We will apply the apple_reduced_linear1 model.

Using the Residuals to Determine the Appropriate Correction

The residuals of this model are illustrated in Figure 5.

Show the code
apple_resid_df <- model_combined |> 
  dplyr::select(apple_reduced_linear1) |>
  residuals() |> 
  as_tibble() |> 
  dplyr::select(.resid) |>
  rename(x = .resid) 
  
apple_resid_df |>
  mutate(density = dnorm(x, mean(apple_resid_df$x), sd(apple_resid_df$x))) |>
  ggplot(aes(x = x)) +
    geom_histogram(aes(y = after_stat(density)),
        color = "white", fill = "#56B4E9", binwidth = 0.05) +
    geom_line(aes(x = x, y = density)) +
    theme_bw() +
    labs(
      x = "Values",
      y = "Frequency",
      title = "Histogram of Residuals from the Reduced Model with a Linear Trend"
    ) +
    theme(
      plot.title = element_text(hjust = 0.5)
    )
Figure 5: Histogram of the residuals from the reduced model with a linear trend component

Using the command skewness(apple_resid_df$x), we compute the skewness of these residuals as: -0.799. This number is not close to zero (it is between -1 and -0.5) indicating moderate negative skewness. We would therefore apply the empirical correction to our mean forecast values.

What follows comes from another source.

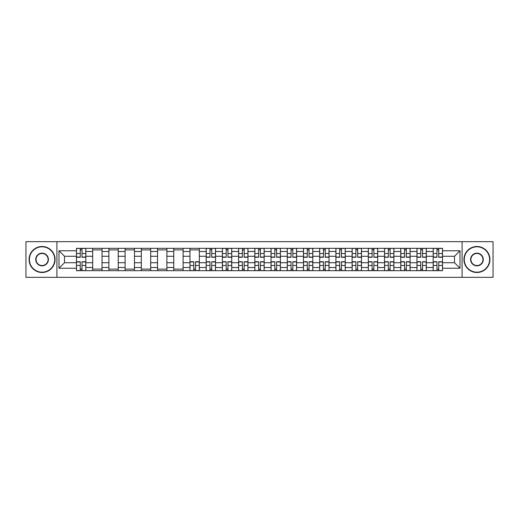 <?xml version="1.0" encoding="UTF-8"?>
<svg xmlns="http://www.w3.org/2000/svg" width="519" height="519" viewBox="0 0 519 519"><rect width="100%" height="100%" fill="white"/><g stroke="black" fill="none" stroke-linecap="round" stroke-linejoin="round"><path stroke-width="0.78" d="M462.079 277.328L493.05 277.328L493.05 241.672L25.95 241.672L25.95 277.328L462.079 277.328L462.079 241.672M92.68 270.671L92.68 251.494L85.817 251.494L85.817 270.671M85.817 251.494L85.817 248.329M92.68 251.494L92.68 248.329M102.035 248.329L102.035 270.671M108.893 270.671L108.893 248.329M118.248 248.329L118.248 270.671M125.105 270.671L125.105 248.329M134.46 248.329L134.46 270.671M141.324 270.671L141.324 248.329M150.679 248.329L150.679 270.671M157.536 270.671L157.536 248.329M166.891 248.329L166.891 270.671M173.748 270.671L173.748 248.329M183.103 248.329L183.103 270.671M189.967 270.671L189.967 248.329M199.322 248.329L199.322 270.671M206.179 270.671L206.179 248.329M215.534 248.329L215.534 270.671M222.392 270.671L222.392 248.329M231.746 248.329L231.746 270.671M238.61 270.671L238.61 248.329M247.965 248.329L247.965 270.671M254.823 270.671L254.823 248.329M264.177 248.329L264.177 270.671M271.035 270.671L271.035 248.329M280.39 248.329L280.39 270.671M287.254 270.671L287.254 248.329M296.608 248.329L296.608 270.671M303.466 270.671L303.466 248.329M312.821 248.329L312.821 270.671M319.678 270.671L319.678 248.329M329.033 248.329L329.033 270.671M335.897 270.671L335.897 248.329M345.252 248.329L345.252 270.671M352.109 270.671L352.109 248.329M361.464 248.329L361.464 270.671M368.321 270.671L368.321 248.329M377.676 248.329L377.676 270.671M384.54 270.671L384.54 248.329M393.895 248.329L393.895 270.671M400.752 270.671L400.752 248.329M410.107 248.329L410.107 270.671M416.965 270.671L416.965 248.329M426.32 248.329L426.32 270.671M433.183 270.671L433.183 248.329M433.183 262.724L426.32 262.724M416.965 262.724L410.107 262.724M400.752 262.724L393.895 262.724M384.54 262.724L377.676 262.724M368.321 262.724L361.464 262.724M352.109 262.724L345.252 262.724M335.897 262.724L329.033 262.724M319.678 262.724L312.821 262.724M303.466 262.724L296.608 262.724M287.254 262.724L280.39 262.724M271.035 262.724L264.177 262.724M254.823 262.724L247.965 262.724M238.61 262.724L231.746 262.724M222.392 262.724L215.534 262.724M206.179 262.724L199.322 262.724M189.967 262.724L183.103 262.724M173.748 262.724L166.891 262.724M157.536 262.724L150.679 262.724M141.324 262.724L134.46 262.724M125.105 262.724L118.248 262.724M108.893 262.724L102.035 262.724M92.68 262.724L85.817 262.724M433.183 256.276L426.32 256.276M416.965 256.276L410.107 256.276M400.752 256.276L393.895 256.276M384.54 256.276L377.676 256.276M368.321 256.276L361.464 256.276M352.109 256.276L345.252 256.276M335.897 256.276L329.033 256.276M319.678 256.276L312.821 256.276M303.466 256.276L296.608 256.276M287.254 256.276L280.39 256.276M271.035 256.276L264.177 256.276M254.823 256.276L247.965 256.276M238.61 256.276L231.746 256.276M222.392 256.276L215.534 256.276M206.179 256.276L199.322 256.276M189.967 256.276L183.103 256.276M173.748 256.276L166.891 256.276M157.536 256.276L150.679 256.276M141.324 256.276L134.46 256.276M125.105 256.276L118.248 256.276M108.893 256.276L102.035 256.276M92.68 256.276L85.817 256.276M64.512 262.724L76.462 262.724L76.462 256.276L64.512 256.276L64.512 262.724L59.004 268.232L59.004 250.768L76.462 250.768L76.462 256.276M442.538 256.276L442.538 262.724L454.488 262.724L454.488 256.276L442.538 256.276L442.538 248.329L76.462 248.329L76.462 250.768M442.538 250.768L459.996 250.768L459.996 268.232L442.538 268.232L442.538 262.724M76.462 262.724L76.462 270.671L442.538 270.671L442.538 268.232M76.462 268.232L59.004 268.232M56.921 277.328L56.921 241.672M82.028 269.114L80.257 269.114M80.257 249.886L82.028 249.886M102.035 269.114L92.68 269.114M92.68 249.886L102.035 249.886M118.248 269.114L108.893 269.114M108.893 249.886L118.248 249.886M134.46 269.114L125.105 269.114M125.105 249.886L134.46 249.886M150.679 269.114L141.324 269.114M141.324 249.886L150.679 249.886M166.891 269.114L157.536 269.114M157.536 249.886L166.891 249.886M183.103 269.114L173.748 269.114M173.748 249.886L183.103 249.886M195.527 269.114L193.756 269.114M189.967 249.886L199.322 249.886M211.739 269.114L209.974 269.114M209.974 249.886L211.739 249.886M227.958 269.114L226.187 269.114M226.187 249.886L227.958 249.886M244.17 269.114L242.399 269.114M242.399 249.886L244.17 249.886M260.382 269.114L258.618 269.114M258.618 249.886L260.382 249.886M276.601 269.114L274.83 269.114M274.83 249.886L276.601 249.886M292.813 269.114L291.042 269.114M291.042 249.886L292.813 249.886M309.026 269.114L307.261 269.114M307.261 249.886L309.026 249.886M325.244 269.114L323.473 269.114M323.473 249.886L325.244 249.886M341.457 269.114L339.686 269.114M339.686 249.886L341.457 249.886M357.669 269.114L355.904 269.114M355.904 249.886L357.669 249.886M373.888 269.114L372.117 269.114M372.117 249.886L373.888 249.886M390.1 269.114L388.329 269.114M388.329 249.886L390.1 249.886M406.312 269.114L404.548 269.114M404.548 249.886L406.312 249.886M422.531 269.114L420.76 269.114M420.76 249.886L422.531 249.886M438.743 269.114L436.972 269.114M436.972 249.886L438.743 249.886M59.004 250.768L64.512 256.276M454.488 262.724L459.996 268.232M454.488 256.276L459.996 250.768M82.028 257.268L82.028 248.432L85.765 248.432L85.765 257.268L82.028 257.268M80.257 249.782L82.028 249.782M83.533 248.432L76.514 248.432L76.514 257.268L80.257 257.268L80.257 248.432L78.752 248.432M80.257 261.732L80.257 270.568L76.514 270.568L76.514 261.732L80.257 261.732M82.028 269.218L80.257 269.218M78.752 270.568L85.765 270.568L85.765 261.732L82.028 261.732L82.028 270.568L83.533 270.568M42.058 272.183A12.683 12.683 0 0 0 54.742 259.5A12.683 12.683 0 0 0 42.058 246.817A12.683 12.683 0 0 0 29.382 259.5A12.683 12.683 0 0 0 42.058 272.183M42.058 246.506A12.994 12.994 0 0 1 55.053 259.5A12.994 12.994 0 0 1 42.058 272.494A12.994 12.994 0 0 1 29.07 259.5A12.994 12.994 0 0 1 42.058 246.506M42.058 265.838A6.338 6.338 0 0 1 35.72 259.5A6.338 6.338 0 0 1 42.058 253.162A6.338 6.338 0 0 1 48.403 259.5A6.338 6.338 0 0 1 42.058 265.838M42.058 253.473A6.027 6.027 0 0 0 36.032 259.5A6.027 6.027 0 0 0 42.058 265.527A6.027 6.027 0 0 0 48.092 259.5A6.027 6.027 0 0 0 42.058 253.473M476.942 272.183A12.683 12.683 0 0 0 489.618 259.5A12.683 12.683 0 0 0 476.942 246.817A12.683 12.683 0 0 0 464.258 259.5A12.683 12.683 0 0 0 476.942 272.183M476.942 246.506A12.994 12.994 0 0 1 489.93 259.5A12.994 12.994 0 0 1 476.942 272.494A12.994 12.994 0 0 1 463.947 259.5A12.994 12.994 0 0 1 476.942 246.506M476.942 265.838A6.338 6.338 0 0 1 470.597 259.5A6.338 6.338 0 0 1 476.942 253.162A6.338 6.338 0 0 1 483.28 259.5A6.338 6.338 0 0 1 476.942 265.838M476.942 253.473A6.027 6.027 0 0 0 470.908 259.5A6.027 6.027 0 0 0 476.942 265.527A6.027 6.027 0 0 0 482.968 259.5A6.027 6.027 0 0 0 476.942 253.473M211.739 257.268L211.739 248.432L215.482 248.432L215.482 257.268L211.739 257.268M209.974 249.782L211.739 249.782M213.244 248.432L206.231 248.432L206.231 257.268L209.974 257.268L209.974 248.432L208.469 248.432M227.958 257.268L227.958 248.432L231.695 248.432L231.695 257.268L227.958 257.268M226.187 249.782L227.958 249.782M229.463 248.432L222.443 248.432L222.443 257.268L226.187 257.268L226.187 248.432L224.682 248.432M244.17 257.268L244.17 248.432L247.913 248.432L247.913 257.268L244.17 257.268M242.399 249.782L244.17 249.782M245.675 248.432L238.662 248.432L238.662 257.268L242.399 257.268L242.399 248.432L240.894 248.432M260.382 257.268L260.382 248.432L264.126 248.432L264.126 257.268L260.382 257.268M258.618 249.782L260.382 249.782M261.887 248.432L254.874 248.432L254.874 257.268L258.618 257.268L258.618 248.432L257.113 248.432M276.601 257.268L276.601 248.432L280.338 248.432L280.338 257.268L276.601 257.268M274.83 249.782L276.601 249.782M278.106 248.432L271.087 248.432L271.087 257.268L274.83 257.268L274.83 248.432L273.325 248.432M292.813 257.268L292.813 248.432L296.557 248.432L296.557 257.268L292.813 257.268M291.042 249.782L292.813 249.782M294.318 248.432L287.305 248.432L287.305 257.268L291.042 257.268L291.042 248.432L289.537 248.432M309.026 257.268L309.026 248.432L312.769 248.432L312.769 257.268L309.026 257.268M307.261 249.782L309.026 249.782M310.531 248.432L303.518 248.432L303.518 257.268L307.261 257.268L307.261 248.432L305.756 248.432M325.244 257.268L325.244 248.432L328.981 248.432L328.981 257.268L325.244 257.268M323.473 249.782L325.244 249.782M326.749 248.432L319.73 248.432L319.73 257.268L323.473 257.268L323.473 248.432L321.968 248.432M341.457 257.268L341.457 248.432L345.2 248.432L345.2 257.268L341.457 257.268M339.686 249.782L341.457 249.782M342.962 248.432L335.949 248.432L335.949 257.268L339.686 257.268L339.686 248.432L338.18 248.432M357.669 257.268L357.669 248.432L361.412 248.432L361.412 257.268L357.669 257.268M355.904 249.782L357.669 249.782M359.174 248.432L352.161 248.432L352.161 257.268L355.904 257.268L355.904 248.432L354.399 248.432M373.888 257.268L373.888 248.432L377.624 248.432L377.624 257.268L373.888 257.268M372.117 249.782L373.888 249.782M375.393 248.432L368.373 248.432L368.373 257.268L372.117 257.268L372.117 248.432L370.611 248.432M390.1 257.268L390.1 248.432L393.843 248.432L393.843 257.268L390.1 257.268M388.329 249.782L390.1 249.782M391.605 248.432L384.592 248.432L384.592 257.268L388.329 257.268L388.329 248.432L386.824 248.432M406.312 257.268L406.312 248.432L410.055 248.432L410.055 257.268L406.312 257.268M404.548 249.782L406.312 249.782M407.817 248.432L400.804 248.432L400.804 257.268L404.548 257.268L404.548 248.432L403.042 248.432M422.531 257.268L422.531 248.432L426.268 248.432L426.268 257.268L422.531 257.268M420.76 249.782L422.531 249.782M424.036 248.432L417.017 248.432L417.017 257.268L420.76 257.268L420.76 248.432L419.255 248.432M193.756 261.732L193.756 270.568L190.019 270.568L190.019 261.732L193.756 261.732M195.527 269.218L193.756 269.218M192.251 270.568L199.27 270.568L199.27 261.732L195.527 261.732L195.527 270.568L197.032 270.568M209.974 261.732L209.974 270.568L206.231 270.568L206.231 261.732L209.974 261.732M211.739 269.218L209.974 269.218M208.469 270.568L215.482 270.568L215.482 261.732L211.739 261.732L211.739 270.568L213.244 270.568M226.187 261.732L226.187 270.568L222.443 270.568L222.443 261.732L226.187 261.732M227.958 269.218L226.187 269.218M224.682 270.568L231.695 270.568L231.695 261.732L227.958 261.732L227.958 270.568L229.463 270.568M242.399 261.732L242.399 270.568L238.662 270.568L238.662 261.732L242.399 261.732M244.17 269.218L242.399 269.218M240.894 270.568L247.913 270.568L247.913 261.732L244.17 261.732L244.17 270.568L245.675 270.568M258.618 261.732L258.618 270.568L254.874 270.568L254.874 261.732L258.618 261.732M260.382 269.218L258.618 269.218M257.113 270.568L264.126 270.568L264.126 261.732L260.382 261.732L260.382 270.568L261.887 270.568M274.83 261.732L274.83 270.568L271.087 270.568L271.087 261.732L274.83 261.732M276.601 269.218L274.83 269.218M273.325 270.568L280.338 270.568L280.338 261.732L276.601 261.732L276.601 270.568L278.106 270.568M291.042 261.732L291.042 270.568L287.305 270.568L287.305 261.732L291.042 261.732M292.813 269.218L291.042 269.218M289.537 270.568L296.557 270.568L296.557 261.732L292.813 261.732L292.813 270.568L294.318 270.568M307.261 261.732L307.261 270.568L303.518 270.568L303.518 261.732L307.261 261.732M309.026 269.218L307.261 269.218M305.756 270.568L312.769 270.568L312.769 261.732L309.026 261.732L309.026 270.568L310.531 270.568M323.473 261.732L323.473 270.568L319.73 270.568L319.73 261.732L323.473 261.732M325.244 269.218L323.473 269.218M321.968 270.568L328.981 270.568L328.981 261.732L325.244 261.732L325.244 270.568L326.749 270.568M339.686 261.732L339.686 270.568L335.949 270.568L335.949 261.732L339.686 261.732M341.457 269.218L339.686 269.218M338.18 270.568L345.2 270.568L345.2 261.732L341.457 261.732L341.457 270.568L342.962 270.568M355.904 261.732L355.904 270.568L352.161 270.568L352.161 261.732L355.904 261.732M357.669 269.218L355.904 269.218M354.399 270.568L361.412 270.568L361.412 261.732L357.669 261.732L357.669 270.568L359.174 270.568M372.117 261.732L372.117 270.568L368.373 270.568L368.373 261.732L372.117 261.732M373.888 269.218L372.117 269.218M370.611 270.568L377.624 270.568L377.624 261.732L373.888 261.732L373.888 270.568L375.393 270.568M388.329 261.732L388.329 270.568L384.592 270.568L384.592 261.732L388.329 261.732M390.1 269.218L388.329 269.218M386.824 270.568L393.843 270.568L393.843 261.732L390.1 261.732L390.1 270.568L391.605 270.568M404.548 261.732L404.548 270.568L400.804 270.568L400.804 261.732L404.548 261.732M406.312 269.218L404.548 269.218M403.042 270.568L410.055 270.568L410.055 261.732L406.312 261.732L406.312 270.568L407.817 270.568M420.76 261.732L420.76 270.568L417.017 270.568L417.017 261.732L420.76 261.732M422.531 269.218L420.76 269.218M419.255 270.568L426.268 270.568L426.268 261.732L422.531 261.732L422.531 270.568L424.036 270.568M438.743 257.268L438.743 248.432L442.486 248.432L442.486 257.268L438.743 257.268M436.972 249.782L438.743 249.782M440.248 248.432L433.235 248.432L433.235 257.268L436.972 257.268L436.972 248.432L435.467 248.432M436.972 261.732L436.972 270.568L433.235 270.568L433.235 261.732L436.972 261.732M438.743 269.218L436.972 269.218M435.467 270.568L442.486 270.568L442.486 261.732L438.743 261.732L438.743 270.568L440.248 270.568M416.965 251.494L410.107 251.494M400.752 251.494L393.895 251.494M384.54 251.494L377.676 251.494M368.321 251.494L361.464 251.494M352.109 251.494L345.252 251.494M335.897 251.494L329.033 251.494M319.678 251.494L312.821 251.494M303.466 251.494L296.608 251.494M287.254 251.494L280.39 251.494M271.035 251.494L264.177 251.494M254.823 251.494L247.965 251.494M238.61 251.494L231.746 251.494M222.392 251.494L215.534 251.494M206.179 251.494L199.322 251.494M189.967 251.494L183.103 251.494M173.748 251.494L166.891 251.494M157.536 251.494L150.679 251.494M141.324 251.494L134.46 251.494M125.105 251.494L118.248 251.494M108.893 251.494L102.035 251.494M433.183 251.494L426.32 251.494M416.965 267.506L410.107 267.506M400.752 267.506L393.895 267.506M384.54 267.506L377.676 267.506M368.321 267.506L361.464 267.506M352.109 267.506L345.252 267.506M335.897 267.506L329.033 267.506M319.678 267.506L312.821 267.506M303.466 267.506L296.608 267.506M287.254 267.506L280.39 267.506M271.035 267.506L264.177 267.506M254.823 267.506L247.965 267.506M238.61 267.506L231.746 267.506M222.392 267.506L215.534 267.506M206.179 267.506L199.322 267.506M189.967 267.506L183.103 267.506M173.748 267.506L166.891 267.506M157.536 267.506L150.679 267.506M141.324 267.506L134.46 267.506M125.105 267.506L118.248 267.506M108.893 267.506L102.035 267.506M92.68 267.506L85.817 267.506M433.183 267.506L426.32 267.506M82.028 257.048L85.765 257.048M82.028 253.538L85.765 253.538M76.514 257.048L80.257 257.048M76.514 253.538L80.257 253.538M80.257 261.952L76.514 261.952M80.257 265.462L76.514 265.462M85.765 261.952L82.028 261.952M85.765 265.462L82.028 265.462M211.739 257.048L215.482 257.048M211.739 253.538L215.482 253.538M206.231 257.048L209.974 257.048M206.231 253.538L209.974 253.538M227.958 257.048L231.695 257.048M227.958 253.538L231.695 253.538M222.443 257.048L226.187 257.048M222.443 253.538L226.187 253.538M244.17 257.048L247.913 257.048M244.17 253.538L247.913 253.538M238.662 257.048L242.399 257.048M238.662 253.538L242.399 253.538M260.382 257.048L264.126 257.048M260.382 253.538L264.126 253.538M254.874 257.048L258.618 257.048M254.874 253.538L258.618 253.538M276.601 257.048L280.338 257.048M276.601 253.538L280.338 253.538M271.087 257.048L274.83 257.048M271.087 253.538L274.83 253.538M292.813 257.048L296.557 257.048M292.813 253.538L296.557 253.538M287.305 257.048L291.042 257.048M287.305 253.538L291.042 253.538M309.026 257.048L312.769 257.048M309.026 253.538L312.769 253.538M303.518 257.048L307.261 257.048M303.518 253.538L307.261 253.538M325.244 257.048L328.981 257.048M325.244 253.538L328.981 253.538M319.73 257.048L323.473 257.048M319.73 253.538L323.473 253.538M341.457 257.048L345.2 257.048M341.457 253.538L345.2 253.538M335.949 257.048L339.686 257.048M335.949 253.538L339.686 253.538M357.669 257.048L361.412 257.048M357.669 253.538L361.412 253.538M352.161 257.048L355.904 257.048M352.161 253.538L355.904 253.538M373.888 257.048L377.624 257.048M373.888 253.538L377.624 253.538M368.373 257.048L372.117 257.048M368.373 253.538L372.117 253.538M390.1 257.048L393.843 257.048M390.1 253.538L393.843 253.538M384.592 257.048L388.329 257.048M384.592 253.538L388.329 253.538M406.312 257.048L410.055 257.048M406.312 253.538L410.055 253.538M400.804 257.048L404.548 257.048M400.804 253.538L404.548 253.538M422.531 257.048L426.268 257.048M422.531 253.538L426.268 253.538M417.017 257.048L420.76 257.048M417.017 253.538L420.76 253.538M193.756 261.952L190.019 261.952M193.756 265.462L190.019 265.462M199.27 261.952L195.527 261.952M199.27 265.462L195.527 265.462M209.974 261.952L206.231 261.952M209.974 265.462L206.231 265.462M215.482 261.952L211.739 261.952M215.482 265.462L211.739 265.462M226.187 261.952L222.443 261.952M226.187 265.462L222.443 265.462M231.695 261.952L227.958 261.952M231.695 265.462L227.958 265.462M242.399 261.952L238.662 261.952M242.399 265.462L238.662 265.462M247.913 261.952L244.17 261.952M247.913 265.462L244.17 265.462M258.618 261.952L254.874 261.952M258.618 265.462L254.874 265.462M264.126 261.952L260.382 261.952M264.126 265.462L260.382 265.462M274.83 261.952L271.087 261.952M274.83 265.462L271.087 265.462M280.338 261.952L276.601 261.952M280.338 265.462L276.601 265.462M291.042 261.952L287.305 261.952M291.042 265.462L287.305 265.462M296.557 261.952L292.813 261.952M296.557 265.462L292.813 265.462M307.261 261.952L303.518 261.952M307.261 265.462L303.518 265.462M312.769 261.952L309.026 261.952M312.769 265.462L309.026 265.462M323.473 261.952L319.73 261.952M323.473 265.462L319.73 265.462M328.981 261.952L325.244 261.952M328.981 265.462L325.244 265.462M339.686 261.952L335.949 261.952M339.686 265.462L335.949 265.462M345.2 261.952L341.457 261.952M345.2 265.462L341.457 265.462M355.904 261.952L352.161 261.952M355.904 265.462L352.161 265.462M361.412 261.952L357.669 261.952M361.412 265.462L357.669 265.462M372.117 261.952L368.373 261.952M372.117 265.462L368.373 265.462M377.624 261.952L373.888 261.952M377.624 265.462L373.888 265.462M388.329 261.952L384.592 261.952M388.329 265.462L384.592 265.462M393.843 261.952L390.1 261.952M393.843 265.462L390.1 265.462M404.548 261.952L400.804 261.952M404.548 265.462L400.804 265.462M410.055 261.952L406.312 261.952M410.055 265.462L406.312 265.462M420.76 261.952L417.017 261.952M420.76 265.462L417.017 265.462M426.268 261.952L422.531 261.952M426.268 265.462L422.531 265.462M438.743 257.048L442.486 257.048M438.743 253.538L442.486 253.538M433.235 257.048L436.972 257.048M433.235 253.538L436.972 253.538M436.972 261.952L433.235 261.952M436.972 265.462L433.235 265.462M442.486 261.952L438.743 261.952M442.486 265.462L438.743 265.462"/></g></svg>

Applying the Correction Factor

Table 3 summarizes some of the corrected mean values. Note that in this particular case, the corrected values are very close to the uncorrected values.

Show the code
apple_model_values <- model_combined |> 
  dplyr::select(apple_reduced_linear1) |>
  glance()

apple_model_check <- apple_model_values |>
  mutate(
    sigma = sqrt(sigma2),
    lognorm_cf = exp((1/2) * sigma2),
    empirical_cf = apple_reduced_linear_lm1 |>
      residuals() |>
      pull(.resid) |>
      exp() |>
      mean()) |>
  select(.model, r_squared, sigma2, sigma, lognorm_cf, empirical_cf)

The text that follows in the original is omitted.